Lack of profound impact of physical status of HPV16 genome (episomal and integrated) on expression of majority of miRNAs in CaCx cases, excepting for miR-181c

In view of the biological relevance of episomal HPV16 among CaCx cases13, expression data of all 34 miRNAs considered in this study was further analysed to determine whether they showed differentially altered expression among the CaCx cases with episomal and integrated HPV16, when compared with HPV-negative controls and HPV16-positive non-malignant samples. The sole miRNA that revealed significantly altered expression only among episomal CaCx cases was miR-181c, as depicted in Fig. 4. miR-181c expression was significantly increased in such cases (fold change = −2.34-fold, p < 0.001), compared with both HPV-negative and HPV16-positive control samples (fold change = −15.89 fold; p < 0.001). Similar analysis considering CaCx cases with integrated HPV16, failed to show differential expression of miR-181c among such CaCx cases. Thus, HPV16 physical status within CaCx cases failed to portray any profound effect on majority of the miRNAs as depicted in Table 1.

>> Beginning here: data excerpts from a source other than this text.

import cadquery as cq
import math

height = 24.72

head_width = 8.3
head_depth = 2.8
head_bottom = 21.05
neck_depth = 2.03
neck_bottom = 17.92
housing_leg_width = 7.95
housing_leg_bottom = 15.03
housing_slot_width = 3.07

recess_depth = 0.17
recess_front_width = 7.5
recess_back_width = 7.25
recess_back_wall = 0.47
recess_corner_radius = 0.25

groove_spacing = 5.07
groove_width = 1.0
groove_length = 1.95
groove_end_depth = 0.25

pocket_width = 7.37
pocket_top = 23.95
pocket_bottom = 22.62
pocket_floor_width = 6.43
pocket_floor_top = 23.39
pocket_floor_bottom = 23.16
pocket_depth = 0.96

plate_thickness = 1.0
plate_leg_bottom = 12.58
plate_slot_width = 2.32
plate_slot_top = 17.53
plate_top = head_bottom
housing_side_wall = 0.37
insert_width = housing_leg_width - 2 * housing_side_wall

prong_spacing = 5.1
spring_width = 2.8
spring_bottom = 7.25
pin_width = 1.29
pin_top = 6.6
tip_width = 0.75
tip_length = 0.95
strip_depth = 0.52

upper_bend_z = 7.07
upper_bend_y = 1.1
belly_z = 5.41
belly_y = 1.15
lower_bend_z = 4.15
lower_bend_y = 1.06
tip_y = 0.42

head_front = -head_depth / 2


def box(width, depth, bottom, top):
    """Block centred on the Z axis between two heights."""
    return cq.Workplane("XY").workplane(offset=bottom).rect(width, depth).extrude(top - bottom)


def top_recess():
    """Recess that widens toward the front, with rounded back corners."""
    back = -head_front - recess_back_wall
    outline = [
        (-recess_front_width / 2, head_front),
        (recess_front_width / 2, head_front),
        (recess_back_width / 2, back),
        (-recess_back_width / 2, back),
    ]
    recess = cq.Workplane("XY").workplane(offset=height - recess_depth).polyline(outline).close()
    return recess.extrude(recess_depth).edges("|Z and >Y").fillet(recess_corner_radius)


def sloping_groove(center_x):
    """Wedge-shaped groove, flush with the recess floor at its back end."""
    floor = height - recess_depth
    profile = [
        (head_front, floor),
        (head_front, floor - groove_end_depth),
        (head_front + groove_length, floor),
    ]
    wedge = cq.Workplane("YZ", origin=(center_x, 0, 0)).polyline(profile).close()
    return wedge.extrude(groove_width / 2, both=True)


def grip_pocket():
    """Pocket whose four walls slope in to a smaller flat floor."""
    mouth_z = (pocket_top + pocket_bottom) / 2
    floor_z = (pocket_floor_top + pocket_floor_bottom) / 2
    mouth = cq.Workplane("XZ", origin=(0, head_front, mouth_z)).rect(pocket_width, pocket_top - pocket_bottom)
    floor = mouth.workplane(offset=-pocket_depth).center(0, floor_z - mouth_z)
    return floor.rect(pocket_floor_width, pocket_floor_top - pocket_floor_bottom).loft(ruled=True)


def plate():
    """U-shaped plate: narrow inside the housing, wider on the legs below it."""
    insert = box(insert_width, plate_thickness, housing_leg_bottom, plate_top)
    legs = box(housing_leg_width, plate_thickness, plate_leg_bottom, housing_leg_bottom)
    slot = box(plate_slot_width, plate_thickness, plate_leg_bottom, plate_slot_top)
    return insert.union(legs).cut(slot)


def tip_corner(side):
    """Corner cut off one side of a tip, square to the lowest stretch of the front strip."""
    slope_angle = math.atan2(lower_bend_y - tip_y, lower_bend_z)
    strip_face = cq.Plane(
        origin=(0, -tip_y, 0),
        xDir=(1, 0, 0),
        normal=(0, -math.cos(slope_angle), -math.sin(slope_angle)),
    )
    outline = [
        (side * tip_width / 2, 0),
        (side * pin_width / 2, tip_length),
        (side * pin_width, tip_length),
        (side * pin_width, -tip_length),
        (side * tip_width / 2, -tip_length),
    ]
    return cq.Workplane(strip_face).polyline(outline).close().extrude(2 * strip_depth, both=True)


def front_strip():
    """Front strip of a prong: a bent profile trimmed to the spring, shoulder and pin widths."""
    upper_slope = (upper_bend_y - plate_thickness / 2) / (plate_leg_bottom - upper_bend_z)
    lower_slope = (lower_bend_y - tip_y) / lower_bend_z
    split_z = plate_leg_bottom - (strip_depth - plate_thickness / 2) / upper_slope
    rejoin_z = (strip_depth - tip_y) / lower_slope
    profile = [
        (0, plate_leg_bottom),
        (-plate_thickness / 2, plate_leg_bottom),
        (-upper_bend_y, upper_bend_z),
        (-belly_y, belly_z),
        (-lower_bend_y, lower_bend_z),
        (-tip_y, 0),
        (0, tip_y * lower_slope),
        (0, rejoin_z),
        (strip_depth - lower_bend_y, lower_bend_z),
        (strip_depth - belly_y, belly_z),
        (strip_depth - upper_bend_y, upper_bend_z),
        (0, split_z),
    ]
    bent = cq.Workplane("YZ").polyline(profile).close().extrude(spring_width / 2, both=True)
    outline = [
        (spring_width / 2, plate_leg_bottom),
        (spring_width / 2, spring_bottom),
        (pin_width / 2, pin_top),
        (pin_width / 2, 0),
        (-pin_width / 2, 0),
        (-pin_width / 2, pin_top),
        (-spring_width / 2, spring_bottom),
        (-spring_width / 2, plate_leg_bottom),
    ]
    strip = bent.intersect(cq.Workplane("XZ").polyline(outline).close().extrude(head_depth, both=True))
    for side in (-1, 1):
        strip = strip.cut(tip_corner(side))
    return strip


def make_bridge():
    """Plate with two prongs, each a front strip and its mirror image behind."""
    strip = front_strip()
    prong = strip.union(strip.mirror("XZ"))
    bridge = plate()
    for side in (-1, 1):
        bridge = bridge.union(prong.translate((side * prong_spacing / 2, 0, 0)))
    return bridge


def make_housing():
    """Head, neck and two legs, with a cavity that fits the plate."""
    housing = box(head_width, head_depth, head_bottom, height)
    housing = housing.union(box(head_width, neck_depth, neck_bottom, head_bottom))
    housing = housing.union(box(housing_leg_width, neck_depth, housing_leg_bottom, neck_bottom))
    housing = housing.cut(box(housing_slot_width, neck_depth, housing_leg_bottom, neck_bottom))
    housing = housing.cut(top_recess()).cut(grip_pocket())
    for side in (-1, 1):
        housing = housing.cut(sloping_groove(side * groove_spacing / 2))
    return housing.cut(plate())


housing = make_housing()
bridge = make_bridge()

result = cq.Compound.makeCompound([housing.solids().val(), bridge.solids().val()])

Fig. 4. Expression status of miR-181c and its correlation with CKS1B expression.

Fig. 4

a Box plots representing distribution of miR-181c expression among different categories of cervical samples. b Linear regression analysis of the correlation between CKS1B mRNA expression and miR-181c expression in all cervical samples (p = 0.03) Lower ∆CT means higher expression. A = HPV-negative control samples (n = 25), B = HPV16-positive non-malignant samples (n = 25), C = HPV16-positive episomal CaCx cases (n = 43), D = HPV16-positive integrated CaCx cases (n = 19)

HPV16 E7 mRNA expression levels activate expression of miR-323 resulting in upregulation among CaCx cases

Based on our clinical sample data we identified that only two miRNAs (miR-203 and miR-323) were significantly and positively correlated with E7 mRNA expression, among the CaCx cases. Interestingly, the correlation between E7 and miR-323 (Fig. 5) was obvious among CaCx cases harbouring episomal HPV16, whereas the correlation between E7 and miR-203 (Figure S4) was evident among CaCx cases with integrated HPV16. As the correlation between miR-203 and E7 has already been documented in earlier studies14, we used an in vitro approach to confirm the correlation between miR-323 expression and E7 expression in CaCx cases.

Fig. 5. Correlation between miR-323 and E7 expression among cervical cancers.

Fig. 5

Linear regression analysis of the correlation between miR-323 expression and E7 mRNA expression in (a) CaCx cases (episomal and integrated; p = 0.471), (b) episomal CaCx cases (p = 0.011), and (c) integrated CaCx cases (p = 0.711). Lower ∆CT means higher expression

We transfected the HPV-negative CaCx cell line, C33A with HPV16 E7 cloned into mammalian expression vector pcDNA3.1 (+), as explained in our previous study15. This resulted in a significant increase in miR-323 expression (8.17-fold; p = 0.032) concomitant with HPV16 E7 expression (Fig. 6) in such cells. We also determined miR-323 expression in HPV16-positive CaCx cell lines, SiHa, and Caski. Expression of miR-323 was found to be higher among SiHa cells (2.82-fold; p = 0.016) that portray relatively higher E7 expression15, as compared WITH Caski cells (Fig. 6). Thus, both the observations confirmed that E7 could probably activate miR-323 expression in CaCx cases.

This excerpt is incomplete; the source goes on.